All that is wanted is a word-for-word copy of the data from its first line to the line containing "207 S-TRT---RST------------------------RST-L", both included.

Records from a collection
■ ■ ■

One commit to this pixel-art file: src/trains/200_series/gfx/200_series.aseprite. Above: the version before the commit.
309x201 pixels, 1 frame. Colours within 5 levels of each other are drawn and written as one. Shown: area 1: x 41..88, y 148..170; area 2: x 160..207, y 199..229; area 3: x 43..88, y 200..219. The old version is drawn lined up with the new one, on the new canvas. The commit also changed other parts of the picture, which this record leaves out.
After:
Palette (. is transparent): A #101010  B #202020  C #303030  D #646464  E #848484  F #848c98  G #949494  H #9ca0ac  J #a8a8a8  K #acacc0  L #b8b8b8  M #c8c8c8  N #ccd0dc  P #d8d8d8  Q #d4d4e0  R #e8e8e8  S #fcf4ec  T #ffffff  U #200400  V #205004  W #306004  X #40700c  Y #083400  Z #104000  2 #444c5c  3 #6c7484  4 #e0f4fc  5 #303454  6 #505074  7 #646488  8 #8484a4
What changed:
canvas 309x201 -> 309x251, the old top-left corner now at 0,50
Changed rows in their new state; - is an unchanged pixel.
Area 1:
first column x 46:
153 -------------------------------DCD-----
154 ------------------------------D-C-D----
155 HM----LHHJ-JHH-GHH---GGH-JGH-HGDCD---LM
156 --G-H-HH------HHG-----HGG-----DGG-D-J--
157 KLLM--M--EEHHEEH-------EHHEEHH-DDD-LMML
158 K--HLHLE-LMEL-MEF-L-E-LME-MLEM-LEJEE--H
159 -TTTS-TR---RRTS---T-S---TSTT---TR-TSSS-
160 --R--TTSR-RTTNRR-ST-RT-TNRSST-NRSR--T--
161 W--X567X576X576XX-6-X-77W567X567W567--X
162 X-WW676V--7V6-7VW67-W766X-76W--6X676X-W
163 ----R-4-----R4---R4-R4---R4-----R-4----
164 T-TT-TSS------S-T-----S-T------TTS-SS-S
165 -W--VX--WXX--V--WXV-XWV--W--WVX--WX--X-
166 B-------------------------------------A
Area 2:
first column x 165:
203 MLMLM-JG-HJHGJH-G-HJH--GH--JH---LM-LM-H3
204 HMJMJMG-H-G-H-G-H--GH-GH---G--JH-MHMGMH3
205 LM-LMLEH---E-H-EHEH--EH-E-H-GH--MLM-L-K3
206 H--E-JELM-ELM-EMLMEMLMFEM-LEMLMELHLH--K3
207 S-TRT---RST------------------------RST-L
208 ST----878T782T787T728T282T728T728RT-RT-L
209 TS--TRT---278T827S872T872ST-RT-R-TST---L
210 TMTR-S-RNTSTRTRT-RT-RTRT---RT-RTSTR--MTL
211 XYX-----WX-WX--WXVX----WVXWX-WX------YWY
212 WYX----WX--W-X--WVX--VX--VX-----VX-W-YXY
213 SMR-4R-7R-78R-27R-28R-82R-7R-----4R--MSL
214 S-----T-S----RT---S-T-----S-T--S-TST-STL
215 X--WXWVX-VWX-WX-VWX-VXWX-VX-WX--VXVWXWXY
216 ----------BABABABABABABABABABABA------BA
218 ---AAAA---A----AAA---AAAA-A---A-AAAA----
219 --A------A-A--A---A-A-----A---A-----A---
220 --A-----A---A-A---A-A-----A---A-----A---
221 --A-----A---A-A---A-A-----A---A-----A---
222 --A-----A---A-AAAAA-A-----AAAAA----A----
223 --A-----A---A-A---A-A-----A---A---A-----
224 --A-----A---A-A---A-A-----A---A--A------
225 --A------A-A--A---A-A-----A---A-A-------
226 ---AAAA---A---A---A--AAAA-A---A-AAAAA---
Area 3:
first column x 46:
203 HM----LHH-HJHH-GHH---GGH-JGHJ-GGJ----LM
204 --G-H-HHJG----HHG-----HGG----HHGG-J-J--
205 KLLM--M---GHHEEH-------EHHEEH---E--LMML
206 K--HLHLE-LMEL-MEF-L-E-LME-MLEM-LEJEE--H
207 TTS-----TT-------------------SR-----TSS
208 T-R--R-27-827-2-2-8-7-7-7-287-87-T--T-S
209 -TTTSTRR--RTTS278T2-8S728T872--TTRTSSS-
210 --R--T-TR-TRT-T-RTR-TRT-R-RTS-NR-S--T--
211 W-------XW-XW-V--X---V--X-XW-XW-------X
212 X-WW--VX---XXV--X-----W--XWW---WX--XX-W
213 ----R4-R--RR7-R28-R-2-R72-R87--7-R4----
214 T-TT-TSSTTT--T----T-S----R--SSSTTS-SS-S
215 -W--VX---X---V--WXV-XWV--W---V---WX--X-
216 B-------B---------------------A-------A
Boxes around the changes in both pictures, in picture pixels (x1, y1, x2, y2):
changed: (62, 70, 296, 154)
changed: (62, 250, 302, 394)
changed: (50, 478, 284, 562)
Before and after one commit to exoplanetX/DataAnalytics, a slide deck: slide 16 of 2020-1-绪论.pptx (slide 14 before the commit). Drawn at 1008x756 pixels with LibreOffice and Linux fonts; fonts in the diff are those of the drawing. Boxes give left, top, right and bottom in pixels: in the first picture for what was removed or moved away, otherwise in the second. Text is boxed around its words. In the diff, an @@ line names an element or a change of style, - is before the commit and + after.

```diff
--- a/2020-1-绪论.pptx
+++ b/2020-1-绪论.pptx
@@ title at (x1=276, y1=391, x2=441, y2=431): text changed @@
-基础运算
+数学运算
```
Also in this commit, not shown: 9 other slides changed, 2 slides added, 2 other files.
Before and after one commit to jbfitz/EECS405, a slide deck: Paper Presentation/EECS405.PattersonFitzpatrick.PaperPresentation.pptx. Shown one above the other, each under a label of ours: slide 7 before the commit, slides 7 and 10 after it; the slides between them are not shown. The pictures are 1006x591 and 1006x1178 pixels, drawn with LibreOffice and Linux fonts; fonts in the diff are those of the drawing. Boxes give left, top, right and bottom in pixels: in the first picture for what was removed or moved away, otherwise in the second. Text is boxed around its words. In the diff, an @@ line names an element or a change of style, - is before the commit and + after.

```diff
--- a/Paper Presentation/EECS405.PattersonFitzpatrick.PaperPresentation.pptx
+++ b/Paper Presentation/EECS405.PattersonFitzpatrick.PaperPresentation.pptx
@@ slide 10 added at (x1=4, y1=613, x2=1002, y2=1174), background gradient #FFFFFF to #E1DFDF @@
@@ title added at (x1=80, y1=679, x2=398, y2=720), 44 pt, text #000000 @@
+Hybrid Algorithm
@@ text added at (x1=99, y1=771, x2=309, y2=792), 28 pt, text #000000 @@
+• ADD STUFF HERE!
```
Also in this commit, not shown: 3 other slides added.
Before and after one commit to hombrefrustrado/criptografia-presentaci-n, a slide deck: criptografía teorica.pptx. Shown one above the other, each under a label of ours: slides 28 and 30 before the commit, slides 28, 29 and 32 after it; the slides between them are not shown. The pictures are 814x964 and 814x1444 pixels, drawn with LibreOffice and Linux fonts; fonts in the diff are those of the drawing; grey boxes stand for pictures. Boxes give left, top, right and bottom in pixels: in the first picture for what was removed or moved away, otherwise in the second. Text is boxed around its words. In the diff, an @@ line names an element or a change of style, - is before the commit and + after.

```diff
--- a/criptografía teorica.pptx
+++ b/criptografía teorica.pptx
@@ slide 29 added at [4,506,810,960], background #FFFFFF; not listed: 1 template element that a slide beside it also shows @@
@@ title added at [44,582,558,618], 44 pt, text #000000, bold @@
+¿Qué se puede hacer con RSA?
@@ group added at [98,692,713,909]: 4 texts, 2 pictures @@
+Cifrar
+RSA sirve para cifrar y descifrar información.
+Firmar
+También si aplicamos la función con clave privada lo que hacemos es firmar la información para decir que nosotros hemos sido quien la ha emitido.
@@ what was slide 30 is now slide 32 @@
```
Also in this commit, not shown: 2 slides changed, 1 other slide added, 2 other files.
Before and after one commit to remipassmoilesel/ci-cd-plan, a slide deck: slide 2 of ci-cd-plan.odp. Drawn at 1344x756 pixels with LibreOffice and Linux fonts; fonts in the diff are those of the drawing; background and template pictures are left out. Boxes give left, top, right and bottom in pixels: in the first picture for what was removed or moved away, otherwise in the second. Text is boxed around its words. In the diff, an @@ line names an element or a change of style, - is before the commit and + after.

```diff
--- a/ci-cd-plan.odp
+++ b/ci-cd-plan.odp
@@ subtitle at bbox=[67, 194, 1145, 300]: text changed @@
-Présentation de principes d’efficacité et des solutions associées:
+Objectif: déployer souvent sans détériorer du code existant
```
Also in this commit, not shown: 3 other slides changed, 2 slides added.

■ ■ ■

■ **Exercise response**
One commit to this pixel-art file: src/trains/200_series/gfx/200_series.aseprite. Above: the version before the commit.
309x201 pixels, 1 frame. Colours within 5 levels of each other are drawn and written as one. Shown: area 1: x 41..88, y 148..170; area 2: x 160..207, y 199..229; area 3: x 43..88, y 200..219. The old version is drawn lined up with the new one, on the new canvas. The commit also changed other parts of the picture, which this record leaves out.
After:
Palette (. is transparent): A #101010  B #202020  C #303030  D #646464  E #848484  F #848c98  G #949494  H #9ca0ac  J #a8a8a8  K #acacc0  L #b8b8b8  M #c8c8c8  N #ccd0dc  P #d8d8d8  Q #d4d4e0  R #e8e8e8  S #fcf4ec  T #ffffff  U #200400  V #205004  W #306004  X #40700c  Y #083400  Z #104000  2 #444c5c  3 #6c7484  4 #e0f4fc  5 #303454  6 #505074  7 #646488  8 #8484a4
What changed:
canvas 309x201 -> 309x251, the old top-left corner now at 0,50
Changed rows in their new state; - is an unchanged pixel.
Area 1:
first column x 46:
153 -------------------------------DCD-----
154 ------------------------------D-C-D----
155 HM----LHHJ-JHH-GHH---GGH-JGH-HGDCD---LM
156 --G-H-HH------HHG-----HGG-----DGG-D-J--
157 KLLM--M--EEHHEEH-------EHHEEHH-DDD-LMML
158 K--HLHLE-LMEL-MEF-L-E-LME-MLEM-LEJEE--H
159 -TTTS-TR---RRTS---T-S---TSTT---TR-TSSS-
160 --R--TTSR-RTTNRR-ST-RT-TNRSST-NRSR--T--
161 W--X567X576X576XX-6-X-77W567X567W567--X
162 X-WW676V--7V6-7VW67-W766X-76W--6X676X-W
163 ----R-4-----R4---R4-R4---R4-----R-4----
164 T-TT-TSS------S-T-----S-T------TTS-SS-S
165 -W--VX--WXX--V--WXV-XWV--W--WVX--WX--X-
166 B-------------------------------------A
Area 2:
first column x 165:
203 MLMLM-JG-HJHGJH-G-HJH--GH--JH---LM-LM-H3
204 HMJMJMG-H-G-H-G-H--GH-GH---G--JH-MHMGMH3
205 LM-LMLEH---E-H-EHEH--EH-E-H-GH--MLM-L-K3
206 H--E-JELM-ELM-EMLMEMLMFEM-LEMLMELHLH--K3
207 S-TRT---RST------------------------RST-L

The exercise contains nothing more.